# Best sled for around 2 grand?



## Crazy Axe (Mar 11, 2007)

I'm looking at buying a new sled here pretty soon. I know fall isn't the best time to buy but I want another sled for this winter. Right now I've got a 99 Polaris xc 700. Might stick with polaris cuz I've got a few tools specific for it. Would be nice to only need one set of tools. What would you guys recommend for that price range? Thinking Polaris edge or high mileage fusion. Probably a 600. Ive heard all the VES polaris motors have issues with the guillotine stops wearing and making contact with the pistons. The 800 motors have crank/case problems. I know skidoo are notorious for carb boots cracking and burning down. IMO firecats are sweet but seem overpriced and beat on. Yamahas are nice but most I can find are triples and I'd like to stick with a twin. Would be using the sled mostly for trail riding and "ditch banging" and sometimes ice fishing. No low snow conditions so fanner is not necessary.


----------



## swampbuck (Dec 23, 2004)

Arctic Cat


----------



## Crazy Axe (Mar 11, 2007)

swampbuck said:


> Arctic Cat


A few ZRs out there in my price range but most are older like 95 ZRTs and EXTs and stuff... Minimum for a 10 year old firecat with 7000 miles is 3g. Found a few Edge and MXZ that are in the range. Yamaha is nothing but triples.


----------



## swampbuck (Dec 23, 2004)

Crazy Axe said:


> A few ZRs out there in my price range but most are older like 95 ZRTs and EXTs and stuff... Minimum for a 10 year old firecat with 7000 miles is 3g. Found a few Edge and MXZ that are in the range. Yamaha is nothing but triples.



So you are saying that they hold their value ?


----------



## Crazy Axe (Mar 11, 2007)

That could be the case... The way I see it, a 10 year old sled is a 10 year old sled. It's either going to have carb issues, clutch issues, suspension issues, chain/drive issues, or any combination of. Then again, I haven't gone to look at any of these in person to see how well the owner stayed up on maintenance or talked to them to see if they even know how to take care of a sled. 

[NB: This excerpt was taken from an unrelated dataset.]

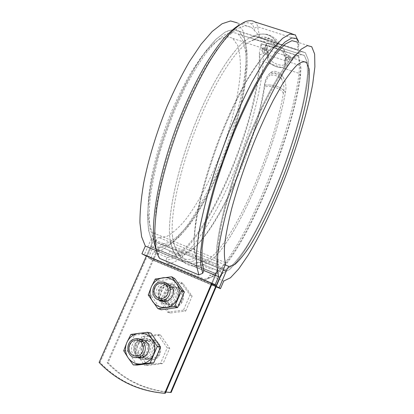 <?xml version="1.0" encoding="UTF-8"?>
<svg xmlns="http://www.w3.org/2000/svg" width="414" height="414" viewBox="0 0 414 414"><rect width="100%" height="100%" fill="white"/><g stroke="black" fill="none" stroke-linecap="round" stroke-linejoin="round"><path stroke-width="0.31" stroke-dasharray="2.07 1.55" d="M177.482 287.611L174.967 286.933C164.368 285.086 159.437 302.08 169.523 305.946L173.135 306.722C183.418 307.354 187.045 291.12 177.482 287.611M154.567 340.396L149.361 339.677C139.963 340.603 137.634 355.616 146.416 359.161L149.454 359.973L152.6 359.719C161.522 357.913 162.914 343.651 154.567 340.396M165.833 392.053C142.618 389.031 123.067 379.26 107.179 362.736L156.74 250.693C158.619 246.687 160.259 244.581 161.662 244.379L169.952 242.206C176.105 238.195 182.553 231.975 189.307 223.529C202.844 205.153 216.217 178.853 226.841 150.53C234.645 128.806 240.322 107.831 243.872 87.613C245.683 74.768 246.351 63.342 245.864 53.334L243.339 41.296L238.273 34.036C234.593 32.121 230.106 32.38 224.807 34.817C219.094 38.595 212.843 44.686 206.063 53.09C199.098 62.773 192.101 74.308 185.079 87.69L175.075 109.394C168.834 124.811 163.416 140.33 158.81 155.943C154.805 171.22 151.917 185.343 150.142 198.316C149.04 210.333 149.03 220.424 150.111 228.59L153.04 237.869C153.677 239.675 153.108 242.692 151.333 246.925L100.038 362.488C117.638 380.797 139.404 391.039 165.341 393.207M281.763 79.343C279.983 74.215 272.252 71.617 269.695 75.286C266.818 78.236 265.12 82.138 264.613 86.992C255.117 152.507 207.869 252.866 182.564 253.042L161.662 244.379L169.952 242.206C176.105 238.195 182.553 231.975 189.307 223.529C202.844 205.153 216.217 178.853 226.841 150.53C234.645 128.806 240.322 107.831 243.872 87.613C245.683 74.768 246.351 63.342 245.864 53.334L243.339 41.296L238.273 34.036L304.394 55.517L307.172 62.167L307.55 73.754C306.702 83.545 304.854 94.832 302.018 107.614C297.061 127.802 290.483 148.936 282.296 171.023C271.294 199.864 258.553 227.048 246.589 246.573C240.71 255.609 235.297 262.455 230.36 267.108L224.067 270.238C223.022 270.611 221.583 272.867 219.746 277.002L215.751 286.379L219.746 277.002C221.583 272.867 223.022 270.611 224.067 270.238L230.36 267.108C235.297 262.455 240.71 255.609 246.589 246.573C258.553 227.048 271.294 199.864 282.296 171.023C290.483 148.936 297.061 127.802 302.018 107.614C304.854 94.832 306.702 83.545 307.55 73.754L307.172 62.167L304.394 55.517C301.972 53.991 298.701 54.689 294.582 57.618L287.352 65.324L278.834 77.537C272.629 87.804 266.181 99.914 259.485 113.85L249.637 136.325C236.772 167.887 226.272 201.302 221.014 226.567C218.809 238.48 217.629 248.364 217.469 256.219L218.535 264.934C218.789 266.621 218.023 269.643 216.237 273.99L212.108 283.662L147.172 256.307L146.452 255.857L150.634 246.433C151.824 243.603 152.202 241.585 151.772 240.389C149.376 234.867 147.995 227.203 147.622 217.397C147.901 206.41 149.356 193.757 151.985 179.438C156.916 156.508 164.317 132.93 174.185 108.706L184.458 86.376C191.677 72.61 198.865 60.749 206.022 50.793L216.175 39.113L225.273 32.013C230.712 29.513 235.323 29.244 239.095 31.205L244.301 38.657C246.496 46.182 247.396 55.693 247.008 67.192C245.238 91.39 237.983 121.416 227.457 150.53C216.605 179.505 202.938 206.431 189.063 225.33C182.15 234.019 175.526 240.446 169.207 244.612L160.668 246.935C159.732 247.08 158.64 248.488 157.392 251.148L108.044 362.767C125.1 380.435 146.152 390.314 171.194 392.394M146.452 255.857L150.634 246.433L178.155 257.912C180.814 260.183 183.919 261.482 187.48 261.798C192.282 261.855 195.092 260.815 195.905 258.678L194.202 250.527C193.835 243.313 194.352 234.36 195.76 223.653C199.346 200.919 207.704 170.853 219.001 140.801C227.928 118.016 237.227 97.968 246.899 80.668C253.151 70.194 258.998 61.614 264.442 54.938C269.581 49.432 274.094 45.954 277.98 44.495C279.393 44.179 279.885 43.946 279.45 43.796L274.078 42.528L263.832 38.875C258.931 36.913 255.485 36.142 253.497 36.567L250.134 37.679C236.146 43.682 212.553 79.338 194.295 125.846C175.893 172.519 166.692 219.943 170.175 240.679L172.478 248.969C173.187 251.593 174.998 254.501 177.916 257.699L178.155 257.912C180.814 260.183 183.919 261.482 187.48 261.798C192.282 261.855 195.092 260.815 195.905 258.678C194.461 253.917 193.871 247.277 194.125 238.769C194.88 229.252 196.562 218.178 199.17 205.535C203.854 185.348 210.462 163.768 219.001 140.801C227.928 118.016 237.227 97.968 246.899 80.668C253.151 70.194 258.998 61.614 264.442 54.938C269.581 49.432 274.094 45.954 277.98 44.495C279.393 44.179 279.885 43.946 279.45 43.796L274.078 42.528L263.832 38.875C258.931 36.913 255.485 36.142 253.497 36.567L250.134 37.679C236.146 43.682 212.553 79.338 194.295 125.846C175.893 172.519 166.692 219.943 170.175 240.679L172.478 248.969C173.187 251.593 174.998 254.501 177.916 257.699L150.634 246.433C151.534 244.876 151.912 242.863 151.772 240.389L148.724 230.955C147.586 222.628 147.57 212.315 148.673 200.019C150.468 186.724 153.408 172.24 157.506 156.554C162.221 140.512 167.779 124.562 174.185 108.706C180.934 93.31 187.961 79.328 195.268 66.752C202.549 55.31 209.52 46.099 216.175 39.113L225.273 32.013L232.984 29.461L269.545 41.064L239.095 31.205L244.301 38.657L246.899 51.015C247.396 61.282 246.718 72.993 244.86 86.148C241.227 106.848 235.426 128.309 227.457 150.53C219.135 172.566 209.784 192.386 199.398 209.991C192.489 220.874 185.638 229.925 178.848 237.144L169.207 244.612L160.668 246.935C159.054 248.033 157.962 249.435 157.392 251.148L153.382 260.215L152.709 259.795L156.74 250.693C158.619 246.687 160.259 244.581 161.662 244.379L224.067 270.238L202.508 261.306L205.898 260.541C230.21 249.911 272.443 155.597 283.393 93.398C284.465 88.694 283.921 84.011 281.763 79.348C278.617 75.99 274.596 74.639 269.695 75.291M216.191 286.711L220.17 277.364L223.048 272.857L229.537 269.55L237.413 261.094C243.184 253.244 249.207 243.608 255.485 232.182C265.053 213.805 274.14 193.395 282.736 170.956C291.104 148.367 297.826 126.741 302.903 106.077C305.811 92.979 307.695 81.413 308.57 71.374L308.182 59.471L305.325 52.645L301.128 51.527L295.26 54.803L287.828 62.716C282.177 70.282 276.024 80.083 269.374 92.131C262.569 105.301 255.8 119.837 249.068 135.74C242.526 152.067 236.596 168.389 231.271 184.706C226.442 200.588 222.597 215.161 219.741 228.409C217.505 240.596 216.32 250.693 216.186 258.703L217.314 267.553C217.133 269.954 216.62 271.967 215.782 273.602L211.637 283.311L215.782 273.602C216.977 270.689 217.49 268.67 217.314 267.553L216.186 258.703L216.952 245.564C218.432 234.769 220.967 222.189 224.559 207.823C230.846 184.727 239.018 160.699 249.068 135.74L259.19 112.624C266.067 98.278 272.702 85.827 279.083 75.27L287.828 62.716L295.26 54.803L301.128 51.527L305.325 52.645L308.182 59.471C308.86 66.659 308.368 75.922 306.712 87.256C302.551 111.19 293.759 141.345 282.736 170.956C271.496 200.459 258.465 228.285 246.206 248.353C240.177 257.653 234.619 264.717 229.537 269.55L223.048 272.857C222.344 273.116 221.386 274.617 220.17 277.364L216.191 286.711L153.382 260.215M148.202 339.294L142.814 338.554C133.085 339.511 130.643 355.072 139.725 358.741L142.866 359.585L146.121 359.321C155.364 357.453 156.839 342.668 148.202 339.294M172.022 284.615L169.419 283.911C158.453 282.006 153.32 299.607 163.747 303.602L167.489 304.404C178.123 305.051 181.906 288.237 172.022 284.615M287.445 57.877L284.195 56.113L283.336 52.769C282.56 49.628 265.674 43.791 265.291 46.182L266.419 50.42L263.542 50.047L261.86 50.26C261.767 50.922 262.486 51.621 264.013 52.366L266.119 53.277L267.185 54.208L267.651 58.736C267.428 64.558 282.953 70.985 284.801 65.51L284.76 59.849L287.746 60.159L289.567 59.885C289.665 59.238 288.956 58.571 287.445 57.877L285.293 56.977L286.333 54.57L285.241 53.701L288.486 55.471C289.997 56.164 290.7 56.837 290.602 57.484L288.775 57.769L290.602 57.484C290.7 56.837 289.997 56.164 288.486 55.471L286.333 54.57L285.293 56.977L284.195 56.113L283.336 52.769L284.397 50.311C283.657 47.098 266.787 41.255 266.368 43.729C266.782 41.26 283.642 47.087 284.397 50.311L285.241 53.701L284.397 50.311L283.336 52.769C282.545 49.618 265.669 43.791 265.291 46.182L266.425 50.296L267.47 47.905L266.419 50.42L263.542 50.047L264.582 47.662L262.9 47.889L264.582 47.662L267.465 48.029L264.582 47.662L263.542 50.047L261.86 50.26C261.767 50.922 262.486 51.621 264.013 52.366L266.119 53.277L267.154 50.906L268.22 51.843L267.154 50.906L265.048 49.996C263.521 49.256 262.807 48.552 262.9 47.889C262.807 48.552 263.521 49.256 265.048 49.996L267.154 50.906L266.119 53.277L267.185 54.208L267.651 58.736L268.681 56.382C268.458 62.198 283.983 68.605 285.826 63.135C283.983 68.6 268.474 62.209 268.681 56.382L268.22 51.843L268.681 56.382L267.651 58.736C267.439 64.568 282.959 70.985 284.801 65.51L284.744 59.978L285.795 57.468L285.826 63.135L285.774 57.598L284.744 59.978L285.67 59.699L287.746 60.159L288.775 57.769L285.795 57.468L288.775 57.769L287.746 60.159L289.567 59.885C289.665 59.238 288.956 58.571 287.445 57.877L288.486 55.471L287.445 57.877M253.979 39.884L248.498 42.223C234.764 50.456 213.329 84.213 196.515 126.927C179.609 169.781 170.413 213.805 172.39 235.323C172.819 240.218 173.673 244.089 174.962 246.925C175.438 249.642 177.389 252.876 180.825 256.639C185.695 261.783 196.64 259.004 195.889 255.578L194.233 247.525C193.871 240.524 194.378 231.783 195.75 221.304C199.227 199.212 207.31 169.999 218.323 140.719C226.753 119.128 236.239 98.677 245.419 82.35C251.541 72.103 257.249 63.74 262.548 57.251C267.599 51.843 272.024 48.422 275.817 46.984C277.235 46.663 277.763 46.43 277.406 46.29L276.402 46.026C275.326 46.089 266.978 43.377 262.988 41.669C258.781 40.054 255.78 39.454 253.979 39.884M266.409 44.458L267.47 47.905L266.409 44.458L265.338 46.896L266.409 44.458M170.454 250.998L180.39 255.127C206.679 254.47 254.724 152.311 264.448 85.237C264.996 79.892 266.999 75.741 270.456 72.776C273.369 69.568 280.889 72.072 283.109 77.02C285.841 82.075 286.607 87.199 285.417 92.379C273.794 157.563 228.813 256.954 204.49 264.132L197.669 265.721L192.908 265.979C189.503 265.679 186.507 264.427 183.925 262.228C180.732 258.931 179.552 256.561 180.39 255.127C206.679 254.47 254.724 152.311 264.448 85.237C264.996 79.892 266.999 75.741 270.456 72.776C273.369 69.568 280.889 72.072 283.109 77.02C285.841 82.075 286.607 87.199 285.417 92.379C273.794 157.563 228.813 256.954 204.49 264.132L197.669 265.721L192.908 265.979C189.503 265.679 186.507 264.427 183.925 262.228C181.772 260.313 180.483 258.32 180.064 256.261L180.39 255.127L160.668 246.935L170.454 250.998L169.295 251.779L180.064 256.261M202.508 261.306L195.651 263.045C187.449 265.286 179.428 254.403 182.564 253.042M283.393 93.393C281.365 88.446 271.31 85.051 264.613 86.987M147.136 359.207C138.379 355.678 140.698 340.722 150.059 339.801C161.755 337.472 165.072 357.282 153.289 359.761L150.153 360.014L147.136 359.207M170.138 306.2C160.089 302.344 165 285.412 175.557 287.254C187.211 288.149 185.508 307.612 173.74 306.971L170.138 306.2M164.41 303.871C154.018 299.891 159.131 282.358 170.05 284.258C182.108 285.174 180.313 305.325 168.136 304.673L164.41 303.871M140.496 358.793C131.445 355.134 133.872 339.64 143.565 338.683C155.669 336.266 159.064 356.796 146.867 359.368L143.622 359.626L140.496 358.793M99.117 362.452L100.038 362.488M262.983 41.674C268.417 40.789 272.888 42.238 276.402 46.026M107.179 362.736L108.044 362.767M211.683 284.666L152.709 259.795M211.735 284.542L148.336 257.808L150.38 259.092L153.646 251.728L162.852 249.663L173.243 241.999L184.23 229.635C199.134 209.753 213.748 181.26 225.319 150.52C236.539 119.61 244.26 87.602 246.076 61.634L245.875 44.236L242.987 30.9L237.238 22.837L251.557 27.427L257.13 33.374L259.599 37.664L259.852 37.55L257.622 26.765L297.024 39.371L298.142 50.135L259.599 37.664M216.139 286.83L150.38 259.092M212.051 283.792L146.339 256.106M212.108 283.662L216.237 273.99L151.333 246.925L147.172 256.307M174.962 246.925L218.535 264.934C218.789 266.621 218.023 269.643 216.237 273.99L151.333 246.925C153.108 242.692 153.677 239.675 153.04 237.869L150.111 228.59C149.03 220.424 149.04 210.333 150.142 198.316C151.917 185.343 154.805 171.22 158.81 155.943C163.416 140.33 168.834 124.811 175.075 109.394L185.079 87.69C192.101 74.308 199.098 62.773 206.063 53.09C212.843 44.686 219.094 38.595 224.807 34.817C230.106 32.38 234.593 32.121 238.273 34.036L304.394 55.517C301.972 53.991 298.701 54.689 294.582 57.618L287.352 65.324L278.834 77.537C272.629 87.804 266.181 99.914 259.485 113.85L249.637 136.325C236.772 167.887 226.272 201.302 221.014 226.567C218.809 238.48 217.629 248.364 217.469 256.219L218.535 264.934L195.889 255.578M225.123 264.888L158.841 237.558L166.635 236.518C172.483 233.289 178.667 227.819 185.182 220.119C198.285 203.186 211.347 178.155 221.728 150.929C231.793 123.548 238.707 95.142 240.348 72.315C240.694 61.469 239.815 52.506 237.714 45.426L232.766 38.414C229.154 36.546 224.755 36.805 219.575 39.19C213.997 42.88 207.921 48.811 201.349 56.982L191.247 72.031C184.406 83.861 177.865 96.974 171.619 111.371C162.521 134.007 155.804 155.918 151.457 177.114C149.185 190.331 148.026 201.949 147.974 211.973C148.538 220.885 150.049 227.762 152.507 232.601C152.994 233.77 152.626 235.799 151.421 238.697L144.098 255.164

Again I'll say this, I'm not brand loyal or anything. There's lots I like about all of the manufacturers but I feel like people price stuff so high for older sleds. Then again, it is fall and not really the best time to buy.


----------



## jjlrrw (May 1, 2006)

Keep an eye out for an '04 - '06 Saber Cat, same as a fire cat except has more storage, reverse and E-start many are in better condition They come in 500, 600 and 700 all excellent motors my '05 has over 14K miles still runs great, some were carb some EFI, I would prefer EFI

Here is one in your area

http://annarbor.craigslist.org/snw/4722454946.html


----------



## Burksee (Jan 15, 2003)

I've got 2 and they've been the best trail sleds I've ever owned.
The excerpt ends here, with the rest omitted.